Saturday the 15th.
They never told me that it would go through bone and marrow when your child would cry, that it would feel like being hit by a hundred hammers with spikes on them.
I can handle crying when I know why. He hit his head or doesn’t want to sleep, but he’s tired. But when he cries because he cries. It’s horrible; it’s a nightmare, it’s so much energy!
Today, AJ cried because he is teething. He’s been teething for a good 14 weeks now, with days that we hardly notice anything. And then some days feel like a tiny war in our house. It’s terrible to watch, to see him in pain. We usually cuddle, sing songs, make him laugh, and all will be fine. But an hour or two ago, he wouldn’t even bounce with us. He wasn’t consolable.
What do you do then? In the end, we gave him paracetamol (a Dutch painkiller). And now he’s asleep, after his bottle and his father reading to him. My husband and I both feel empty now. We are drained of all the energy we might have had. I know we made the right decision to give him some pain relief; after the watermelon, our fingers, wooden chewing toys, bouncing, and cuddling didn’t work. Still, I just wished those annoying little teeth would pop through! Which would make him feel better, give us some rest too (until the next thing).

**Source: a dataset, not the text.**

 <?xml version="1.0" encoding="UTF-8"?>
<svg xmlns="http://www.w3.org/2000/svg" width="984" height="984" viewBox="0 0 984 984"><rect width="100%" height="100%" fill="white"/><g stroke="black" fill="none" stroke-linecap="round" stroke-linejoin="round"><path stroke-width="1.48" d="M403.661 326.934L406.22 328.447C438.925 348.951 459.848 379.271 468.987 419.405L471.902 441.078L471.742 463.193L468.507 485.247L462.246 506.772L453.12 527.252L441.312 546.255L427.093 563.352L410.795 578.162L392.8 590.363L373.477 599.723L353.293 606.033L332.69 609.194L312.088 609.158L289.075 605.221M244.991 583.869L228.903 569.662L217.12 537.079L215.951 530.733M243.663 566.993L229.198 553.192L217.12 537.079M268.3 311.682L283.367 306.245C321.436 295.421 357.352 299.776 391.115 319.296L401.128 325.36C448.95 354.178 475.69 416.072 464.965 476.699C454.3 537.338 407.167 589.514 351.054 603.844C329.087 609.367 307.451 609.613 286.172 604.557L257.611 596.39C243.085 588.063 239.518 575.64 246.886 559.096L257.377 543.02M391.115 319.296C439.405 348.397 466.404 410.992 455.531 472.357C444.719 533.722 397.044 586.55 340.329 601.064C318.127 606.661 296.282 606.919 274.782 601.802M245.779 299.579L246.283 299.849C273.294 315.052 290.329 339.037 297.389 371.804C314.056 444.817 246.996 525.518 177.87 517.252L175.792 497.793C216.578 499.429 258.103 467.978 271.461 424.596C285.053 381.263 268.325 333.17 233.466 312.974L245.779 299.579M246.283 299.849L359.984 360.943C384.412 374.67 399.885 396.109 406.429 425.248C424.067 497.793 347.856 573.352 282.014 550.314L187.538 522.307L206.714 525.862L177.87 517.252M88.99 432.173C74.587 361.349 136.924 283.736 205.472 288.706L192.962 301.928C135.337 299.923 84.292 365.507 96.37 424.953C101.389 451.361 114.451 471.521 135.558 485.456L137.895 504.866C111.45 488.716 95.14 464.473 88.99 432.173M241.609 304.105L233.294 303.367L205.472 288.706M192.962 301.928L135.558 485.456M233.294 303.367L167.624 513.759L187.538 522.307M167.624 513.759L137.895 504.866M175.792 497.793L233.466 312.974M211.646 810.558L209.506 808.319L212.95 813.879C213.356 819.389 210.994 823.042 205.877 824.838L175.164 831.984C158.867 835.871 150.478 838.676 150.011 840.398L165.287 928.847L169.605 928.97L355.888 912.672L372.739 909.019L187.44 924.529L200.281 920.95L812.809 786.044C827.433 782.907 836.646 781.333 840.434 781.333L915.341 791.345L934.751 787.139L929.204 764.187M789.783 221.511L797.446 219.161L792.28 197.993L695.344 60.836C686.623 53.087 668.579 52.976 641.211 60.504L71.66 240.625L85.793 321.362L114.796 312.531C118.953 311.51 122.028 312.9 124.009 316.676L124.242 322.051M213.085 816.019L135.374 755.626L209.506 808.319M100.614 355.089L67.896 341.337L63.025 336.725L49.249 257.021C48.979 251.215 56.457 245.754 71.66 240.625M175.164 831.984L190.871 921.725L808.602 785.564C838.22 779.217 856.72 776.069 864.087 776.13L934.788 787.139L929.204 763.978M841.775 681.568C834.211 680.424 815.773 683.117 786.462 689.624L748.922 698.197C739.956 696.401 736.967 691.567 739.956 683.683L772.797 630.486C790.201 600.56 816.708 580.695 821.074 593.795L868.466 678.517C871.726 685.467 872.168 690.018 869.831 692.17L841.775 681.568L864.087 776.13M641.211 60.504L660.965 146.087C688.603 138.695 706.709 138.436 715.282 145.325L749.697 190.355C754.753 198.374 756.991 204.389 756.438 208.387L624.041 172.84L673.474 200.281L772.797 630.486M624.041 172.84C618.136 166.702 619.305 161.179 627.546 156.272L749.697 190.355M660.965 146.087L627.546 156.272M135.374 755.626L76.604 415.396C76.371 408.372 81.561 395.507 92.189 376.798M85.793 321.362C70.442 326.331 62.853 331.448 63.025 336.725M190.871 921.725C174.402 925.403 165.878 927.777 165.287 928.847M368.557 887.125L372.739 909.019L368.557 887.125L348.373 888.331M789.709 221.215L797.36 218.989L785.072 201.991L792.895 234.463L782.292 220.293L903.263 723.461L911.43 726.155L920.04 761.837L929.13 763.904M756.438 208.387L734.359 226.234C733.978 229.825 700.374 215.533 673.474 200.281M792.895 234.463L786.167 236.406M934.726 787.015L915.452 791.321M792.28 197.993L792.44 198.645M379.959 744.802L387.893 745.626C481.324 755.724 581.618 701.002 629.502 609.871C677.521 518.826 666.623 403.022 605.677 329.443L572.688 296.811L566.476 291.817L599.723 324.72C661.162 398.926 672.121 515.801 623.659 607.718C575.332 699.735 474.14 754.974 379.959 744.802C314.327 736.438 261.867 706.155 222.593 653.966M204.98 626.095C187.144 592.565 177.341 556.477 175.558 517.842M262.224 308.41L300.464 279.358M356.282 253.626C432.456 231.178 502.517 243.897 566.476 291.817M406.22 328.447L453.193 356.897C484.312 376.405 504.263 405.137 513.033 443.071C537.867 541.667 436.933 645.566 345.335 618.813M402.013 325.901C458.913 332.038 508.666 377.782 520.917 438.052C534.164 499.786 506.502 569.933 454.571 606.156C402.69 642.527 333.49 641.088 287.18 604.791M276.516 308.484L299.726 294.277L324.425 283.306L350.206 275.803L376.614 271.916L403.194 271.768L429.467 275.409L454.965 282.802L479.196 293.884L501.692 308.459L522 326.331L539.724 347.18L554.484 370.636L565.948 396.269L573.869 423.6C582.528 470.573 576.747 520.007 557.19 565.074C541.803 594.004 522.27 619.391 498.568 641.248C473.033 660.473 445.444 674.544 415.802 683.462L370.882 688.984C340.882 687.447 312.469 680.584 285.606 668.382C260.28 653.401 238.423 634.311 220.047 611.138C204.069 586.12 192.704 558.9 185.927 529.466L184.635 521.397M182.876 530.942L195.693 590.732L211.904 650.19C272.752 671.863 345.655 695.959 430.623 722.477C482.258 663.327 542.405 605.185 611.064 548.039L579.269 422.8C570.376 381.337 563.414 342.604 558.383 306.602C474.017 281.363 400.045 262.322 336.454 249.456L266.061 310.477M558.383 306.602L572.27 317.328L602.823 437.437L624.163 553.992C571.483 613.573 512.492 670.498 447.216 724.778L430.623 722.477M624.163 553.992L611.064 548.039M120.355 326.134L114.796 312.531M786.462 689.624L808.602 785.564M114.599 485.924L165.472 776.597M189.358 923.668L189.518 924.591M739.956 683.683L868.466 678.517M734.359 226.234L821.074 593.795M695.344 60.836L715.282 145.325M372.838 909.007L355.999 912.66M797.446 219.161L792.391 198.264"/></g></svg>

Being a baby is hard; being a mother isn’t easy either. I love him, and I would go through fire for him. Only I know that days like these drain me until I’m empty. They are hard and part of motherhood. I accept them to the best I can. And I know I need to relax before going to sleep because I’m overstimulated and if I do not take time for myself. I’ll be cursing myself tomorrow for it!